Many pantries that fared better than others became widely-used resources, sometimes spread thin. Marie Groves works as a co-coordinator for the Five Corner Cupboard at the First Congregational Church of East Windsor, a pantry that avoided a substantial loss. She said they opened the pantry doors for the first time Tuesday after losing power for a week. She said the pantry normally opens for three mornings per week and serves between 10 and 40 families on any given morning.

“We had to close down distribution for two days last week,” she said. “We didn’t fare too bad, but we’re expecting it to be busier than normal.”

Groves said they donated most of their most perishable items to soup kitchens that lost food and to East Windsor High School, which acted as a shelter through the majority of the power outages.

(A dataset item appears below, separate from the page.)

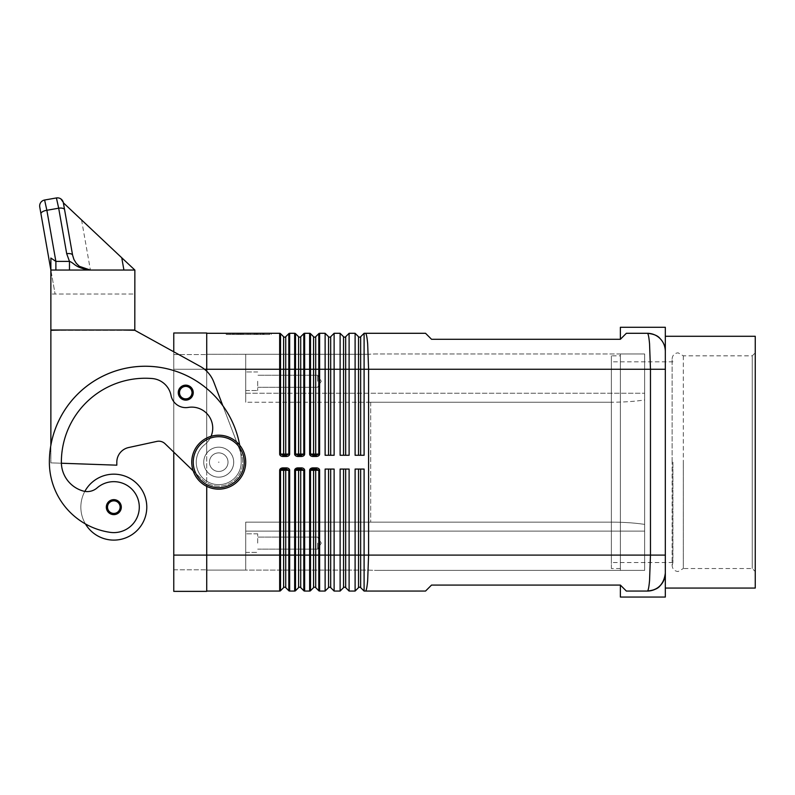 <?xml version="1.0" encoding="UTF-8"?>
<svg xmlns="http://www.w3.org/2000/svg" width="795" height="795" viewBox="0 0 795 795"><rect width="100%" height="100%" fill="white"/><g stroke="black" fill="none" stroke-linecap="round" stroke-linejoin="round"><path stroke-width="0.6" stroke-dasharray="3.98 2.98" d="M286.27 467.877A3.389 2.395 0 0 1 289.658 470.272L289.658 555.099L288.814 555.099L288.814 590.715A1.202 1.202 0 0 0 289.201 590.973A1.202 1.202 0 0 1 288.814 590.715L285.723 587.624A1.501 1.501 0 0 0 283.606 587.624L280.526 590.715A1.202 1.202 0 0 1 280.128 590.973A1.202 1.202 0 0 0 280.526 590.715L280.526 555.099L279.671 555.099L279.671 470.272A3.389 2.395 180 0 1 283.06 467.877L286.27 467.877L286.27 469.07L283.06 469.07L283.06 467.877M301.255 467.877A3.389 2.395 0 0 1 304.644 470.272L304.644 555.099L303.799 555.099L303.799 590.715A1.202 1.202 0 0 0 304.187 590.973A1.202 1.202 0 0 1 303.799 590.715L300.709 587.624A1.501 1.501 0 0 0 298.592 587.624L295.511 590.715A1.202 1.202 0 0 1 294.657 591.063L294.657 470.272A3.389 2.395 180 0 1 298.055 467.877L301.255 467.877L301.255 469.07L298.055 469.07L298.055 467.877M316.241 467.877A3.389 2.395 0 0 1 319.63 470.272L319.63 555.099L318.785 555.099L318.785 590.715A1.202 1.202 0 0 0 319.173 590.973A1.202 1.202 0 0 1 318.785 590.715L315.695 587.624A1.501 1.501 0 0 0 313.578 587.624L310.497 590.715A1.202 1.202 0 0 1 310.11 590.973A1.202 1.202 0 0 0 310.497 590.715L310.497 555.099L309.643 555.099L309.643 470.272A3.389 2.395 180 0 1 313.041 467.877L316.241 467.877L316.241 469.07L313.041 469.07L313.041 467.877M330.69 587.624L330.69 555.099L334.119 555.099L334.119 591.063L330.69 587.624A1.501 1.501 0 0 0 328.564 587.624L325.125 591.063L325.125 469.07L334.119 469.07L325.125 469.07L334.119 469.07L334.119 555.099L340.121 555.099L340.121 591.063L343.549 587.624L343.549 469.07L340.121 469.07L340.121 555.099L345.676 555.099L345.676 469.07L340.121 469.07L349.104 469.07L343.549 469.07M345.676 469.07L349.104 469.07L349.104 591.063L345.676 587.624A1.501 1.501 0 0 0 343.549 587.624M360.662 587.624L360.662 555.099L364.1 555.099L364.1 591.063L360.662 587.624A1.501 1.501 0 0 0 358.535 587.624L355.107 591.063L355.107 469.07L364.1 469.07L355.107 469.07L364.1 469.07L364.1 555.099L650.469 555.099L650.469 369.258L649.555 343.828C648.939 336.961 648.203 333.453 647.349 333.294L626.361 333.294L647.349 333.294A17.987 17.987 0 0 1 650.34 333.542M285.723 336.732L285.723 369.258L289.658 369.258L289.658 454.084L288.814 454.084L288.814 333.642L285.723 336.732A1.501 1.501 0 0 1 283.606 336.732L280.526 333.642L280.526 454.084L279.671 454.084L279.671 369.258L283.606 369.258L283.606 454.084A1.202 0.845 90 0 0 284.451 455.277L286.27 455.277L286.27 456.479L283.06 456.479L283.06 455.277L280.526 454.084L285.723 454.084A1.202 0.845 90 0 1 284.878 455.277L286.27 455.277L284.878 455.277M300.709 336.732L300.709 369.258L304.644 369.258L304.644 454.084L303.799 454.084L303.799 333.642A1.202 1.202 0 0 1 304.644 333.294L304.644 369.258L309.643 369.258L309.643 333.294L304.644 333.294A1.202 1.202 0 0 0 303.799 333.642L300.709 336.732A1.501 1.501 0 0 1 298.592 336.732L295.511 333.642A1.202 1.202 0 0 0 294.657 333.294L289.658 333.294L289.658 369.258L295.511 369.258L295.511 454.084L294.657 454.084L294.657 333.294A1.202 1.202 0 0 1 295.511 333.642L295.511 369.258L298.592 369.258L298.592 454.084A1.202 0.845 90 0 0 299.437 455.277L296.257 454.929L295.511 454.084L303.799 454.084L303.054 454.929L299.864 455.277L301.255 455.277L301.255 456.479L298.055 456.479L298.055 455.277L301.255 455.277M315.695 336.732L315.695 369.258L319.63 369.258L319.63 454.084L318.785 454.084L318.785 333.642L315.695 336.732A1.501 1.501 0 0 1 313.578 336.732L310.497 333.642L310.497 454.084L309.643 454.084L309.643 369.258L313.578 369.258L313.578 454.084A1.202 0.845 90 0 0 314.422 455.277L311.243 454.929L310.497 454.084L318.785 454.084L318.04 454.929L314.422 455.277L316.241 455.277L316.241 456.479L313.041 456.479L313.041 455.277L316.241 455.277M330.69 336.732A1.501 1.501 0 0 1 328.564 336.732L325.125 333.294L325.125 455.277L334.119 455.277L334.119 333.294L330.69 336.732L330.69 369.258L328.564 369.258L328.564 455.277L325.125 455.277L328.564 455.277M345.676 336.732A1.501 1.501 0 0 1 343.549 336.732L340.121 333.294L340.121 455.277L349.104 455.277L349.104 333.294L345.676 336.732L345.676 369.258L343.549 369.258L343.549 455.277L340.121 455.277L343.549 455.277M364.1 333.294L360.662 336.732A1.501 1.501 0 0 1 358.535 336.732L355.107 333.294L355.107 455.277L364.1 455.277L364.1 333.294L425.544 333.294L431.536 339.286L620.368 339.286L626.361 333.294L620.368 339.286L620.368 327.292M672.928 462.173L672.928 562.532L672.928 462.173M665.326 327.292L665.326 351.271A17.987 17.987 0 0 0 660.059 338.561C663.418 341.92 665.177 346.163 665.326 351.271L665.326 555.099L665.326 369.258L368.592 369.258L367.668 343.828C367.052 336.961 366.306 333.453 365.442 333.294M316.241 469.07L314.85 469.07L318.04 469.428L318.785 470.272L310.497 470.272L311.243 469.428L314.422 469.07L313.041 469.07M301.255 469.07L299.864 469.07L303.054 469.428L303.799 470.272L295.511 470.272L296.257 469.428L299.437 469.07L298.055 469.07M286.27 469.07L284.878 469.07L288.068 469.428L288.814 470.272L280.526 470.272L281.261 469.428L284.451 469.07L283.06 469.07M283.606 336.732L283.606 369.258L285.723 369.258L285.723 454.084L288.814 454.084L286.27 455.277M649.803 590.894A17.987 17.987 0 0 1 647.349 591.063L626.361 591.063L647.349 591.063L626.361 591.063L620.368 585.07L626.361 591.063L620.368 585.07L431.536 585.07L425.544 591.063L365.442 591.063C366.306 590.904 367.052 587.396 367.668 580.529L368.592 555.099L368.592 369.258L358.535 369.258L358.535 455.277L355.107 455.277L358.535 455.277M665.326 597.055L665.326 573.076C663.964 584.265 657.972 590.268 647.359 591.063L647.388 591.063C648.213 590.864 648.939 587.356 649.555 580.529L650.469 555.099L665.326 555.099L665.326 573.076A17.987 17.987 0 0 1 660.059 585.796M317.632 381.252L317.632 375.22L317.632 381.252M257.689 381.252L257.689 390.544L257.689 381.252M245.705 381.252L245.705 390.544L245.705 381.252M317.632 543.104L317.632 549.126L317.632 543.104M257.689 543.104L257.689 533.813L257.689 543.104M245.705 543.104L245.705 533.813L245.705 543.104M219.072 462.173L218.377 462.173L219.072 462.173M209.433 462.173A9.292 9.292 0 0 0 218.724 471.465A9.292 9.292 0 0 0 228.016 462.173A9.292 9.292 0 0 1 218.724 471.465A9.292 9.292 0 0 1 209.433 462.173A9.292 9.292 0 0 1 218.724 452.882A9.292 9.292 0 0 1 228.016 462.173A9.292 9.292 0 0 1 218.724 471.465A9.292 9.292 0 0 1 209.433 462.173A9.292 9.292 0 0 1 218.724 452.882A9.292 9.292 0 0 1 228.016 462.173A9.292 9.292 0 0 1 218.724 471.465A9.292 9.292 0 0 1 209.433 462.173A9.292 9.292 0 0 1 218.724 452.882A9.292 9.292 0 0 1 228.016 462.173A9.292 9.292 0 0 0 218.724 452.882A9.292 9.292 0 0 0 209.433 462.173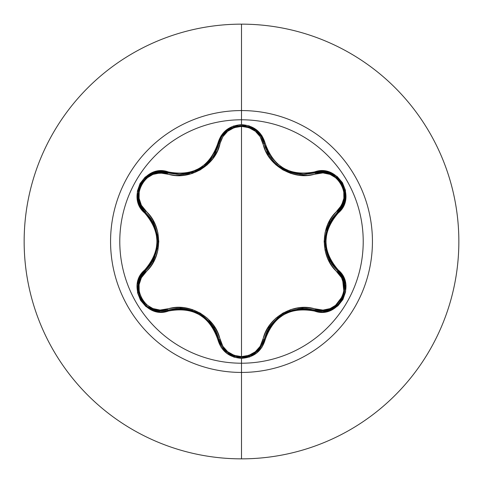 <?xml version="1.0" encoding="UTF-8"?>
<svg xmlns="http://www.w3.org/2000/svg" width="483" height="483" viewBox="0 0 483 483"><rect width="100%" height="100%" fill="white"/><g stroke="black" fill="none" stroke-linecap="round" stroke-linejoin="round"><path stroke-width="0.72" d="M255.447 352.777L260.959 346.879L264.08 339.597L265.215 339.573C273.523 315.997 289.975 306.494 314.578 311.07C337.671 319.818 357.402 285.67 338.245 270.027C321.944 251.021 321.944 232.003 338.245 212.973C357.384 197.366 337.714 163.188 314.578 171.93C290.005 176.518 273.547 167.021 265.215 143.427C261.756 131.793 253.853 125.538 241.5 124.662L241.5 119.784A121.716 121.716 0 0 1 363.216 241.5A121.716 121.716 0 0 1 241.5 363.216A121.716 121.716 0 0 1 119.784 241.5A121.716 121.716 0 0 1 241.5 119.784L241.5 124.662L233.428 126.051L226.298 130.018L220.924 136.055L215.273 150.901L211.222 157.76L205.855 163.671L199.316 168.416L191.95 171.706L184.126 173.409L176.156 173.482L160.223 170.97L152.079 172.787L145.099 177.176L140.058 183.528L137.401 191.087L137.341 199.062L139.877 206.658L149.869 218.938L153.775 225.869L156.208 233.464L157.047 241.488L156.214 249.506L153.781 257.119L149.869 264.056L139.744 276.602L137.25 284.559L137.577 292.801L140.559 300.341L145.781 306.409L152.664 310.448L160.513 312.042L176.15 309.518L184.114 309.591L191.92 311.281L199.298 314.572L205.83 319.305L211.216 325.234L215.267 332.099L221.057 347.156L226.702 353.296L233.995 357.142L241.5 358.338L241.5 363.216A121.716 121.716 0 0 1 119.784 241.5A121.716 121.716 0 0 1 241.5 119.784L241.5 110.565A130.935 130.935 0 0 1 372.435 241.5A130.935 130.935 0 0 1 241.5 372.435L241.5 458.85A217.35 217.35 0 0 0 458.85 241.5A217.35 217.35 0 0 0 241.5 24.15L241.5 110.565A130.935 130.935 0 0 0 110.565 241.5A130.935 130.935 0 0 0 241.5 372.435L241.5 363.216L241.5 372.435A130.935 130.935 0 0 0 372.435 241.5A130.935 130.935 0 0 0 241.5 110.565L241.5 119.784A121.716 121.716 0 0 1 363.216 241.5A121.716 121.716 0 0 1 241.5 363.216L241.5 358.338C253.853 357.468 261.756 351.207 265.215 339.573L264.08 339.597L261.128 346.613L256.002 352.342L249.216 356.11L241.524 357.42L237.515 357.07M141.018 276.391L145.256 270.993A1.244 0.386 -133.4 0 0 145.703 272.026C128.454 285.918 146.554 317.174 167.16 309.15C188.63 301.585 215.949 317.446 220.085 339.706C223.11 350.078 230.252 355.711 241.5 356.605C252.76 355.736 259.914 350.109 262.963 339.724C267.165 317.391 294.509 301.682 315.834 309.198C336.488 317.192 354.51 285.888 337.255 272.056C319.969 257.246 320.048 225.652 337.255 210.944C354.522 197.076 336.452 165.796 315.834 173.802C294.389 181.33 267.117 165.5 262.963 143.276C259.92 132.891 252.766 127.264 241.5 126.395L248.86 127.651L255.332 131.243L260.186 136.683L265.698 151.131L270.021 158.418L275.781 164.739L282.827 169.847L290.76 173.403L299.152 175.251L307.629 175.365L322.934 172.908L330.052 174.387L336.391 178.185L341.167 183.92L343.757 190.924L343.872 198.326L341.584 205.245L331.809 217.247L327.649 224.637L325.047 232.794L324.147 241.464L325.035 250.122L327.637 258.32L331.785 265.728L341.584 277.749L343.866 284.656L343.763 292.04L341.185 299.049L336.422 304.797L330.07 308.607L322.934 310.092L307.665 307.641L299.194 307.743L290.838 309.573L282.893 313.117L275.841 318.206L270.051 324.552L265.71 331.839L260.18 346.323L255.332 351.757L248.866 355.349L241.5 356.605L241.5 126.395C230.252 127.289 223.116 132.922 220.085 143.294C215.901 165.669 188.503 181.403 167.16 173.85A1.244 0.386 106.7 0 1 167.83 172.944L179.483 174.653C199.968 173.222 213.124 162.813 218.962 143.427A1.244 0.386 -166.7 0 1 220.085 143.294L222.856 136.701L227.692 131.267L234.146 127.669L241.5 126.395L241.5 356.605L234.146 355.337L227.692 351.733L222.85 346.293L217.35 331.833L213.027 324.54L207.261 318.206L200.21 313.093L192.264 309.531L183.866 307.683L175.377 307.574L160.066 310.05L152.942 308.577L146.597 304.791L141.821 299.055L139.225 292.052L139.098 284.65L141.38 277.731L151.143 265.728L155.285 258.339L157.881 250.194L158.78 241.536L157.899 232.891L155.303 224.698L151.161 217.302L141.38 205.275L139.104 198.368L139.219 190.978L141.803 183.975L146.572 178.233L152.924 174.429L160.06 172.95L175.341 175.42L183.824 175.323L192.186 173.494L200.143 169.944L207.201 164.848L213.003 158.496L217.338 151.197L220.085 143.294A1.244 0.386 13.3 0 0 218.968 143.421M270.082 156.951L264.08 143.403C269.955 162.783 283.11 173.18 303.553 174.592L315.164 172.896A1.244 0.386 -106.6 0 1 315.834 173.802A1.244 0.386 73.4 0 0 315.164 172.896L303.553 174.592L290.247 172.346L278.323 165.79L275.69 163.514M342.453 277.357L337.702 271.023L341.904 276.342L344.397 282.706L343.377 296.363L334.785 307.091L328.561 310.068L321.799 311.076L313.636 309.681M322.916 311.046L330.233 309.488M152.839 173.524L167.83 172.944A1.244 0.386 -73.3 0 0 167.16 173.85C146.518 165.832 128.46 197.124 145.703 210.974C162.946 225.778 162.874 257.318 145.703 272.026A1.244 0.386 46.6 0 1 145.25 270.993L144.713 269.997C125.586 285.628 145.298 319.788 168.422 311.022L167.83 310.056A1.244 0.386 73.3 0 1 167.16 309.15A1.244 0.386 -106.7 0 0 167.83 310.056L160.724 311.028M241.5 24.15A217.35 217.35 0 0 1 458.85 241.5A217.35 217.35 0 0 1 241.5 458.85A217.35 217.35 0 0 1 24.15 241.5A217.35 217.35 0 0 1 241.5 24.15A217.35 217.35 0 0 0 24.15 241.5A217.35 217.35 0 0 0 241.5 458.85L241.5 372.435A130.935 130.935 0 0 1 110.565 241.5A130.935 130.935 0 0 1 241.5 110.565L241.5 24.15M160.271 311.01L149.615 307.943M146.192 305.534L143.439 302.775M141.114 299.472L139.521 296.121M138.38 292.082L138.005 288.568M138.259 284.318L140.565 277.23M221.818 346.444L218.962 339.573A1.244 0.386 166.7 0 0 220.085 339.706A1.244 0.386 -13.3 0 1 218.968 339.579M192.439 310.472L184.071 308.607L199.757 313.775L212.091 324.781L216.299 331.869L218.594 338.124M211.965 324.606L208.759 320.827M183.884 308.583L183.576 308.552M262.963 339.724A1.244 0.386 -166.6 0 0 264.08 339.597A1.244 0.386 13.4 0 1 262.963 339.724M262.1 344.922L252.7 354.546M249.137 356.134L245.304 357.112M233.675 356.049L230.216 354.474M237.491 357.064L241.524 357.42L234.358 356.285L227.415 352.632L222.041 346.794L218.962 339.573L221.878 346.546L226.98 352.294L222.005 346.74M315.834 309.198A1.244 0.386 -73.4 0 1 315.164 310.104A1.244 0.386 106.6 0 0 315.834 309.198M303.131 308.408L289.51 310.919M278.099 317.385L270.703 325.168M264.086 339.579L266.749 331.906L270.951 324.836L283.201 313.878M337.255 272.056A1.244 0.386 133.3 0 0 337.702 271.023A1.244 0.386 -46.7 0 1 337.255 272.056M337.943 271.253L342.242 276.952M342.381 277.212L344.125 294.129L333.644 307.816M333.499 307.906L321.799 311.076L315.164 310.104C289.74 305.431 272.714 315.26 264.08 339.597C260.784 350.64 253.267 356.581 241.524 357.42C229.775 356.575 222.252 350.628 218.962 339.573C210.304 315.176 193.26 305.341 167.83 310.056L175.836 308.51L184.071 308.607M344.705 198.706L337.702 211.977A1.244 0.386 46.7 0 0 337.255 210.944A1.244 0.386 -133.3 0 1 337.702 211.977L336.633 213.027M328.241 225.525L326.568 230.192M325.759 249.5L328.331 257.68L324.962 241.512L328.325 225.326L332.364 218.141L340.231 209.169L341.904 206.664M320.766 171.948L333.705 175.22M336.965 177.575L339.513 180.153M341.958 183.661L343.498 186.951M344.633 191.087L344.977 194.516M221.462 137.148L218.962 143.427L220.145 139.798L221.914 136.399L227.04 130.664L233.832 126.896L241.524 125.58L249.222 126.896L256.008 130.658L261.134 136.393L264.08 143.403A1.244 0.386 -13.4 0 0 262.963 143.276A1.244 0.386 166.6 0 1 264.08 143.403L265.523 148.16M266.882 151.378L268.457 154.373M270.432 157.452L274.151 161.98M276.457 164.22L276.862 164.576M279.065 166.369L281.329 167.963M283.612 169.352L284.934 170.064M286.896 171.018L290.736 172.516M290.989 172.6L300.215 174.454M302.654 174.58L303.227 174.592M220.864 138.253L221.866 136.472M221.914 136.399L226.913 130.766M226.962 130.73L230.234 128.514M233.826 126.896L237.594 125.918M241.663 125.58L245.279 125.888M249.427 126.969L252.681 128.442M256.075 130.712L261.007 136.2M183.021 174.502L189.457 173.409M195.446 171.38L199.63 169.298M199.751 169.231L201.333 168.265M203.524 166.762L212.834 157.186M214.585 154.427L216.167 151.421M145.703 210.974A1.244 0.386 -46.6 0 0 145.25 212.007L145.256 212.007A1.244 0.386 133.4 0 1 145.703 210.974M141.634 207.63L137.993 194.788M138.404 190.791L139.364 187.289M141.181 183.419L143.258 180.443M146.24 177.424L149.072 175.383M138.579 282.676L141.066 276.306L146.385 269.882M152.737 261.418L157.38 248.371M157.482 235.257L154.439 224.957M149.905 308.106L154.445 310.032L161.177 311.028L154.409 310.02L148.184 307.049M145.528 304.954L139.593 296.321L137.993 287.886M141.072 206.7L142.727 209.199L150.581 218.159L154.608 225.338L157.965 241.488L154.608 257.65L150.581 264.835L141.09 276.264M140.535 277.29L138.591 282.603M138.579 282.658L138.168 284.988M138.005 288.641L138.428 292.312M139.587 296.29L140.68 298.681M142.799 301.978L145.474 304.9M214.349 328.174L212.152 324.86M183.969 308.595L180.008 308.347M230.089 354.401L233.844 356.11M302.895 308.414L299.049 308.661M270.891 324.914L268.729 328.162M283.255 313.847L298.935 308.673L307.164 308.571L315.164 310.104L314.578 311.07L315.164 310.104M330.137 221.679L328.368 225.235M328.368 257.777L330.137 261.327M321.853 171.924L315.164 172.896L318.895 172.111L322.722 171.942L330.257 173.524L336.911 177.527L341.892 183.54L344.59 190.863L344.717 198.622L342.308 205.921L340.249 209.145L337.702 211.977C320.905 231.677 320.905 251.353 337.702 271.023L338.245 270.027L337.702 271.023L332.364 264.865L328.331 257.68M342.278 205.981L344.705 198.676M344.983 195.138L344.983 194.727M344.965 194.232L344.596 190.882M343.576 187.156L341.873 183.51M333.789 175.263L330.239 173.518M330.173 173.488L322.662 171.942M315.164 172.896L314.578 171.93L315.164 172.896L303.553 174.592L315.164 172.896C337.146 164.618 355.862 197.136 337.702 211.977L338.245 212.973L337.702 211.977M261.128 136.387L262.897 139.78L264.08 143.403L261.563 137.1M261.17 136.447L256.044 130.694M253.249 128.762L252.808 128.514M252.386 128.279L249.234 126.902M245.738 125.966L241.512 125.58M230.192 128.538L227.028 130.676M226.968 130.718L221.878 136.454M191.51 172.829L192.789 172.413M192.82 172.401L203.892 166.49M204.822 165.772L207.479 163.453M212.713 157.361L213.866 155.623M213.963 155.466L216.088 151.577M264.08 143.403C260.283 120.255 222.76 120.249 218.962 143.427L217.833 143.451C209.525 167.07 193.055 176.579 168.422 171.978C145.335 163.206 125.574 197.336 144.713 213.003C160.972 231.985 160.972 250.985 144.713 269.997L145.256 270.993C129.873 283.66 140.994 312.278 161.177 311.028L167.83 310.056L168.422 311.022C193.031 306.409 209.501 315.912 217.833 339.549C221.274 351.177 229.165 357.444 241.5 358.338L249.584 356.967L256.721 353.007L262.112 346.969L267.775 332.135L271.826 325.288L277.188 319.384L283.72 314.644L291.074 311.36L298.886 309.657L306.85 309.573L322.777 312.072L330.915 310.249L337.889 305.848L342.924 299.496L345.574 291.937L345.629 283.962L343.087 276.367L333.077 264.086L329.158 257.149L326.725 249.548L325.88 241.512L326.713 233.488L329.158 225.857L333.077 218.92L343.22 206.38L345.719 198.416L345.405 190.175L342.423 182.634L337.206 176.561L330.33 172.516L322.487 170.916L306.856 173.421L298.899 173.343L291.104 171.652L283.738 168.368L277.212 163.64L271.832 157.724L267.781 150.865L265.215 143.427L264.08 143.403L265.215 143.427L261.979 135.826L256.334 129.686L249.035 125.846L241.5 124.662C229.165 125.556 221.274 131.823 217.833 143.451L218.962 143.427L213.788 155.743L212.647 157.458M207.394 163.532L204.762 165.82L192.832 172.395L179.483 174.653L161.129 171.972M145.256 212.007L142.708 209.169L140.65 205.939L138.253 198.622L138.392 190.857L141.108 183.54L146.101 177.539L152.755 173.554L160.284 171.99L164.105 172.153L167.83 172.944L168.422 171.978L167.83 172.944C145.896 164.643 127.095 197.106 145.256 212.007L144.713 213.003L145.256 212.007C162.016 231.653 162.016 251.317 145.256 270.993M160.35 171.984L152.809 173.536M149.603 175.063L149.253 175.269M148.83 175.528L146.114 177.527M143.397 180.274L141.096 183.57M137.993 194.697L138.253 198.64M138.265 198.712L140.68 205.993M152.857 261.212L154.566 257.759M154.566 225.247L152.833 221.751M217.833 339.549L218.962 339.573L217.833 339.549M337.702 271.023C353.121 283.702 341.964 312.332 321.799 311.076"/></g></svg>

Boyer said the Amazing Grace Food Distribution/DePaul Place in Middletown received many calls from outside towns as far as 20 miles away in Glastonbury. Many of the calls came from women with infants and children, he said, and many of the Amazing Grace volunteers didn’t have power themselves while they continued to work to serve others.

Cheryl Bedore works for Master’s Manna in Wallingford, a resource center supplying food, clothing and hygiene services for those in need. She said they never lost power, but many people and soup kitchens in neighboring towns like Meriden did, causing a huge surge in people seeking services.

“We were able to warm a lot of people up,” she said. “And our showers were very, very busy.”

Mary Ann Sharp handles donations for Master’s Manna. She said post-storm, they already have over 600 families to serve for Thanksgiving, where last year they served about 450.